Najwyższa inflacja w Polsce od ponad roku. Wskaźnik CPI może jeszcze rosnąć
Główny Urząd Statystyczny podał poziom inflacji w maju 2021 roku. Wskaźnik CPI był na poziomie 4,7%.
Już szacunkowe dane opublikowane 1 czerwca br. wskazywały na wysoki poziom inflacji w Polsce. Według szybkiego szacunku GUS wyniosła 4,8%, jednak oficjalne dane za maj wynoszą 4,7%. To oznacza, że ceny towarów i usług konsumpcyjnych nie były tak wysokie od lutego 2020 roku.
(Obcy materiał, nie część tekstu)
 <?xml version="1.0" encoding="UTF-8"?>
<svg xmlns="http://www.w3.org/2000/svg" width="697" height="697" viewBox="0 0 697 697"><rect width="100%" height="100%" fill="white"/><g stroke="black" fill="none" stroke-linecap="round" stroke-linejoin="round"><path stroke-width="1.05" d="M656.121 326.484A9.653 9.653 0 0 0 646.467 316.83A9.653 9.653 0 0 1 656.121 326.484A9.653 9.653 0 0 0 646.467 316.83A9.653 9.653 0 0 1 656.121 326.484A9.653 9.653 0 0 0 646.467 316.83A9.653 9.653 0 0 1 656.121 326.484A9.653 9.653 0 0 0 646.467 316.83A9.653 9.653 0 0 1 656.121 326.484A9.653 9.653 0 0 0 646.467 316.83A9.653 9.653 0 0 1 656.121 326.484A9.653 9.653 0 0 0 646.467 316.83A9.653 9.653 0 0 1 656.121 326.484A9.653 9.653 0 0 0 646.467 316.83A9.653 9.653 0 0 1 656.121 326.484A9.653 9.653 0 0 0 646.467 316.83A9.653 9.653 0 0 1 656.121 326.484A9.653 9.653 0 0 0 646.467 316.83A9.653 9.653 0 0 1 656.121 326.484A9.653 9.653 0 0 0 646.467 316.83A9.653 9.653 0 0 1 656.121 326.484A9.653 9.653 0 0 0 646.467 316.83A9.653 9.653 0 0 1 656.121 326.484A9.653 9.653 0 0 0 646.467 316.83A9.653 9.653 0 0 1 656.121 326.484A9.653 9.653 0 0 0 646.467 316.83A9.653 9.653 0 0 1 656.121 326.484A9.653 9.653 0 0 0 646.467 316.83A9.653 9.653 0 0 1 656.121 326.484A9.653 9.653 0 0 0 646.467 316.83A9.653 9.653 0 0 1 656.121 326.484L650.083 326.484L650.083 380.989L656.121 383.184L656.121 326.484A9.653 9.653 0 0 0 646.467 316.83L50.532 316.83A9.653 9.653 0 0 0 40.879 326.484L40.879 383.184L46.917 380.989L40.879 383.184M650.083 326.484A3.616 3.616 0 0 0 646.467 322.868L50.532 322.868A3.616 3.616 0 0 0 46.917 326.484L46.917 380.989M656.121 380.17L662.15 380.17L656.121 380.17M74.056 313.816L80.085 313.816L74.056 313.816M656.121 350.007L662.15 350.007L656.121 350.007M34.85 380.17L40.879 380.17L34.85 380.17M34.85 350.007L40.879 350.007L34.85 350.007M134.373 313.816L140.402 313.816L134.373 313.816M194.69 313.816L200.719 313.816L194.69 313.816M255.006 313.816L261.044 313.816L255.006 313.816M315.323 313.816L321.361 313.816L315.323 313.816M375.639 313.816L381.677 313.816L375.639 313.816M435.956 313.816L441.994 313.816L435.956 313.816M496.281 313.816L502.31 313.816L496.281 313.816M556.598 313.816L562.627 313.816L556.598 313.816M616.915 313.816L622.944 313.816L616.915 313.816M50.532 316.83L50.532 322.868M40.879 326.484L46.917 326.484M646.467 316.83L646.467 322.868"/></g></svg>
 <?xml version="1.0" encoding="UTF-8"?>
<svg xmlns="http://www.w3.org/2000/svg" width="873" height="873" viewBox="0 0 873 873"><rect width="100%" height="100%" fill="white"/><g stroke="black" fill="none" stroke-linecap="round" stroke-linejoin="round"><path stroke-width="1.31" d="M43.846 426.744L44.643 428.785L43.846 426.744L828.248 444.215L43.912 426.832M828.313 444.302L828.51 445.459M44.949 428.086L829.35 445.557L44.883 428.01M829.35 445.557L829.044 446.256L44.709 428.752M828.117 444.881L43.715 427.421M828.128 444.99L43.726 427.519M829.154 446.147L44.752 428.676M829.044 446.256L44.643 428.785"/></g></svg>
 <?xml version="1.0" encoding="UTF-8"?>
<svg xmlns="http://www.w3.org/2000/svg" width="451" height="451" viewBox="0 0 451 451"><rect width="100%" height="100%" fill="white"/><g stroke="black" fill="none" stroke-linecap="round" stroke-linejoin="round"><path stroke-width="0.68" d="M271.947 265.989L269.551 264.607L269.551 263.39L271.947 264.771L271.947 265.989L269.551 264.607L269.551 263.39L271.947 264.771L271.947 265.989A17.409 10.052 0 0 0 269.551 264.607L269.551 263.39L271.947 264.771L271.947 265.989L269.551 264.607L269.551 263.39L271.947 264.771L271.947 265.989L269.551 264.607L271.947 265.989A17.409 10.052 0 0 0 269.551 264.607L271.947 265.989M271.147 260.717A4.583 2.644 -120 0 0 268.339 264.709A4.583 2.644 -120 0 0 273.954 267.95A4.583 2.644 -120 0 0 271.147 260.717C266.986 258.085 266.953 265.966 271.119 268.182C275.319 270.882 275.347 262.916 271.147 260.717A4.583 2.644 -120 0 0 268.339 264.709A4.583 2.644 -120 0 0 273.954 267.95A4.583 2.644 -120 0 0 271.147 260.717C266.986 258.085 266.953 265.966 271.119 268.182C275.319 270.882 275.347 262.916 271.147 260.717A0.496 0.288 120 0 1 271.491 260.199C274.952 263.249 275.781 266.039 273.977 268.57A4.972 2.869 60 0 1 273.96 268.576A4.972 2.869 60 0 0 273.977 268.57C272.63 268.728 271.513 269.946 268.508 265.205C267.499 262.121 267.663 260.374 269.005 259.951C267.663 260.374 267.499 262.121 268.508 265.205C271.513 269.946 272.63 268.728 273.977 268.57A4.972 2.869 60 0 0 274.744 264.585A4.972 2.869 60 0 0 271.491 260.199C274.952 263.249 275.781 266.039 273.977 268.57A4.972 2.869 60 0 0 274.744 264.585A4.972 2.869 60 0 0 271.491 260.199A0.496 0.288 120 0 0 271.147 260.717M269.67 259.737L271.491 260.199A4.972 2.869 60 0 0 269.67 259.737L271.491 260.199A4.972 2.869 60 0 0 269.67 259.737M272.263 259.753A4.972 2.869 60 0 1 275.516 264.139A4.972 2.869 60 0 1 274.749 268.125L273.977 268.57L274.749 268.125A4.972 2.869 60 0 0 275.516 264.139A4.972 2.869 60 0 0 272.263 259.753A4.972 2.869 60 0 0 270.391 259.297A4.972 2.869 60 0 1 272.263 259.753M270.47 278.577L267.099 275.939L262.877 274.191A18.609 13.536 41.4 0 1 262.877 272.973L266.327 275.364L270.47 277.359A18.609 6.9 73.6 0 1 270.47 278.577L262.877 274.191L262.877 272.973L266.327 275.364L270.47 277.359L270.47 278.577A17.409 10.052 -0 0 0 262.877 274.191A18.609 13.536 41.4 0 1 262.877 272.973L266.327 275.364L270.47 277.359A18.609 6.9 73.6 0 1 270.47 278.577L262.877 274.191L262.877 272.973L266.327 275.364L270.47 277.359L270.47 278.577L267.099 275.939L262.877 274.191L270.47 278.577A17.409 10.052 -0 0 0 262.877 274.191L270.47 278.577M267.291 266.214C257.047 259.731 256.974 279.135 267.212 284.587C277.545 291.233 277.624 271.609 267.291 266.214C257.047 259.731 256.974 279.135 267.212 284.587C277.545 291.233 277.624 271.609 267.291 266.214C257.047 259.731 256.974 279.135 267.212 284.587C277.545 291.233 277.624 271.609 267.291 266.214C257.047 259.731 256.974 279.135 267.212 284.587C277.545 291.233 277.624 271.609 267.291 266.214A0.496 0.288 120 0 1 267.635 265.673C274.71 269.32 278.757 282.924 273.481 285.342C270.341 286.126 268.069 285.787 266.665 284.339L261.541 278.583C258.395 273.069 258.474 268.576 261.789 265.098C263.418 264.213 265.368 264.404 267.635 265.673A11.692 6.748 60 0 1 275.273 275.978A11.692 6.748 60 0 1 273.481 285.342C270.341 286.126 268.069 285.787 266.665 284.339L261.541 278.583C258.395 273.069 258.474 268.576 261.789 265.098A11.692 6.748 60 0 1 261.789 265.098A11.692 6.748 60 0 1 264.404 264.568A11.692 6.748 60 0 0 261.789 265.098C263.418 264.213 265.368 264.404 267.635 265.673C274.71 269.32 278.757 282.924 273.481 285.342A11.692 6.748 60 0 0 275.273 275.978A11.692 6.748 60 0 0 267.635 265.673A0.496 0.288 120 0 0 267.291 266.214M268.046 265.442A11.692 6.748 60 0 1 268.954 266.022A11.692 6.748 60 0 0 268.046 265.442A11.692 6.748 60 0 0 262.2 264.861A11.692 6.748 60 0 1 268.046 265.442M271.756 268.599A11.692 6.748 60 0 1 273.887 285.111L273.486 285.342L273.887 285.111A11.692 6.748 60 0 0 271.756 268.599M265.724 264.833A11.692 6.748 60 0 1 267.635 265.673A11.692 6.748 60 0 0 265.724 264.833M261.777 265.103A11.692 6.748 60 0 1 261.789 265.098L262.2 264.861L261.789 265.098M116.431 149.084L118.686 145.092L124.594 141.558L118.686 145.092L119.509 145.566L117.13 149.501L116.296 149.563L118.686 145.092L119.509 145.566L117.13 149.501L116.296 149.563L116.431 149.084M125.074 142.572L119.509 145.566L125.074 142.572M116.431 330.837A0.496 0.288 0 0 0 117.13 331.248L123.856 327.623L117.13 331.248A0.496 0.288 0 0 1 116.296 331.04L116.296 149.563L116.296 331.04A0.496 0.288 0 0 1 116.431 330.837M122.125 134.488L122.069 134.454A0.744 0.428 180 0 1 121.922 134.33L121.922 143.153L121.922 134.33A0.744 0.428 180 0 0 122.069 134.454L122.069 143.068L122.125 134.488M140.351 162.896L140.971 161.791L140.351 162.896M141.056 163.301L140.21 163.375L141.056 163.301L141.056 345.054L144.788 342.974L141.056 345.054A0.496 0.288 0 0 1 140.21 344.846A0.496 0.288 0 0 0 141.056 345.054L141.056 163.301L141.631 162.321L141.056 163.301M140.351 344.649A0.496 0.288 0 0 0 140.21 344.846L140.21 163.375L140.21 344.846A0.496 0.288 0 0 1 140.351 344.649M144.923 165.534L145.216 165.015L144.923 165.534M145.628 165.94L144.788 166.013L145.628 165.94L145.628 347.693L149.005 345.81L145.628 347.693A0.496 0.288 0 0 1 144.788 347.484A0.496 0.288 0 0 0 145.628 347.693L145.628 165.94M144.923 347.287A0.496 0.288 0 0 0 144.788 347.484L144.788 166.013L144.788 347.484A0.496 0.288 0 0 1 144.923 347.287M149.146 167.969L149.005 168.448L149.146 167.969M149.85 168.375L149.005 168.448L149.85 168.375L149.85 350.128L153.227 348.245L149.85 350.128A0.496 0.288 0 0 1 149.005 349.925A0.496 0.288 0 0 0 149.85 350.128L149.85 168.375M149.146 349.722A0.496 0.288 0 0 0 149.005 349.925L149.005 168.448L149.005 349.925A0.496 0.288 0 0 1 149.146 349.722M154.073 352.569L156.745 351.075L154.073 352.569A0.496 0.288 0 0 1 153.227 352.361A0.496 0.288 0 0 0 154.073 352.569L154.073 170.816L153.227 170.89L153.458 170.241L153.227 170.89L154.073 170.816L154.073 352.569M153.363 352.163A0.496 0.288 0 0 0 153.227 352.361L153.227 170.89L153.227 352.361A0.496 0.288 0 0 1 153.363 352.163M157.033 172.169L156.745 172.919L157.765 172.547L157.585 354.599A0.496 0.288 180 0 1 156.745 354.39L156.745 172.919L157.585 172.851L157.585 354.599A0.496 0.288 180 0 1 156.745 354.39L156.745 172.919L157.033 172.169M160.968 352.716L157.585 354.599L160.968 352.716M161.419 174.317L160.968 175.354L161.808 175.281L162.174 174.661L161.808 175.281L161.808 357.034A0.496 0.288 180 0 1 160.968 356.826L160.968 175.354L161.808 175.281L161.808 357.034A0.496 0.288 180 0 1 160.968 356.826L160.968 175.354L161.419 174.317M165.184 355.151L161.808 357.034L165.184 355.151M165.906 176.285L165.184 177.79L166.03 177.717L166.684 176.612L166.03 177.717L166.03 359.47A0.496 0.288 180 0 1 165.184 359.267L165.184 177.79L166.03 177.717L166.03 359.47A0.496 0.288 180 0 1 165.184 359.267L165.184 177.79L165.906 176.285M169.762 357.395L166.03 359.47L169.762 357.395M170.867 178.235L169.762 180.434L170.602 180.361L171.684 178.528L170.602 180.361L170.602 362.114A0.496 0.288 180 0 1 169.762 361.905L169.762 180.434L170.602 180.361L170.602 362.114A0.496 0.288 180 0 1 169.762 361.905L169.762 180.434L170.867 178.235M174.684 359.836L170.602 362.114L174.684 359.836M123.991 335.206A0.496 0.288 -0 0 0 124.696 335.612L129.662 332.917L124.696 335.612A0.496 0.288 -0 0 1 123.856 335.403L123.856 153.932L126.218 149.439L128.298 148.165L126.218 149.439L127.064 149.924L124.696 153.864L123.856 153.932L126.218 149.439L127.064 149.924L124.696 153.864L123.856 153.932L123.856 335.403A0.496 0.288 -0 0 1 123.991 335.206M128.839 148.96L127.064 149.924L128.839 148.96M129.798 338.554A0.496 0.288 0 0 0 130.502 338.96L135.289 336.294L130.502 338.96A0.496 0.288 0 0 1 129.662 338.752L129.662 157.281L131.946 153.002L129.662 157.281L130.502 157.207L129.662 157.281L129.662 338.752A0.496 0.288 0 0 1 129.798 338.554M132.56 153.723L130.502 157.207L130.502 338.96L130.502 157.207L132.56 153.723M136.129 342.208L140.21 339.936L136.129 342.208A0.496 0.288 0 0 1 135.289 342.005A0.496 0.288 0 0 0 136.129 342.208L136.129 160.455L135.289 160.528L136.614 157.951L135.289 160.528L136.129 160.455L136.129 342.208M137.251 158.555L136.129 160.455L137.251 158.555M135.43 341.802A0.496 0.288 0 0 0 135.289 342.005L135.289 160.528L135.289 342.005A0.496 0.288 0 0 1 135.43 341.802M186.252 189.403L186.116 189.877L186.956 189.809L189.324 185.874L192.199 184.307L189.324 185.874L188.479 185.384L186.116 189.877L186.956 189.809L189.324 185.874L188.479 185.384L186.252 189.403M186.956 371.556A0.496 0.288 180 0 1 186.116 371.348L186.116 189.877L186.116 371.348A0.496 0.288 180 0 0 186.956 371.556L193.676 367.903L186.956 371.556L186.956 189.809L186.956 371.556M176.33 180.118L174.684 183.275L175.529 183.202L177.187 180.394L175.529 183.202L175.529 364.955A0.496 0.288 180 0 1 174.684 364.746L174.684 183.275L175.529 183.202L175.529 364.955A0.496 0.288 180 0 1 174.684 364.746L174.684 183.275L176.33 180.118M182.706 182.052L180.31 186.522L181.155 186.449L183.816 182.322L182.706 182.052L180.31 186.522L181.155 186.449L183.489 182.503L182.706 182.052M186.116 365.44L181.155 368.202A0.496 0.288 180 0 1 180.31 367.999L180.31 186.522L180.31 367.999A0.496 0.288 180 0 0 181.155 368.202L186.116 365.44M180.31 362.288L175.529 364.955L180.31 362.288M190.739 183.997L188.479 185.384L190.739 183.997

Zdaniem ekonomistów z Goldman Sachs, Polska osiągnęła w tym roku szczyt inflacyjny i do końca roku odczyt powinień spaść do około 4%.
Na wysoki, majowy odczyt składają się m.in. wyższe ceny transportu (w tym paliw) oraz żywności. W ocenie ekonomistów z mBanku, inflacja w Polsce może jeszcze utrzymywać się na podobnym poziomie przez dłuższy czas, ze względu na otwieranie się gospodarki po pandemii.
„Najbliższe miesiące mogą przynieść chwile oddechu i nieznaczne spowolnienie inflacji. Później jednak znów zacznie ona przyspieszać. Do głosu coraz mocniej będzie dochodzić poprawa aktywności gospodarczej przekładająca się na wzrost cen. Kolejne sygnały dot. takiego scenariusza spłynęły dziś np. z ankiety PMI, gdzie silny wzrost popytu, konfrontowany z problemami z łańcuchami dostaw, przekładał się na wzrost cen producentów i wyrobów gotowych” – napisali ekonomiści mBanku na początku czerwca.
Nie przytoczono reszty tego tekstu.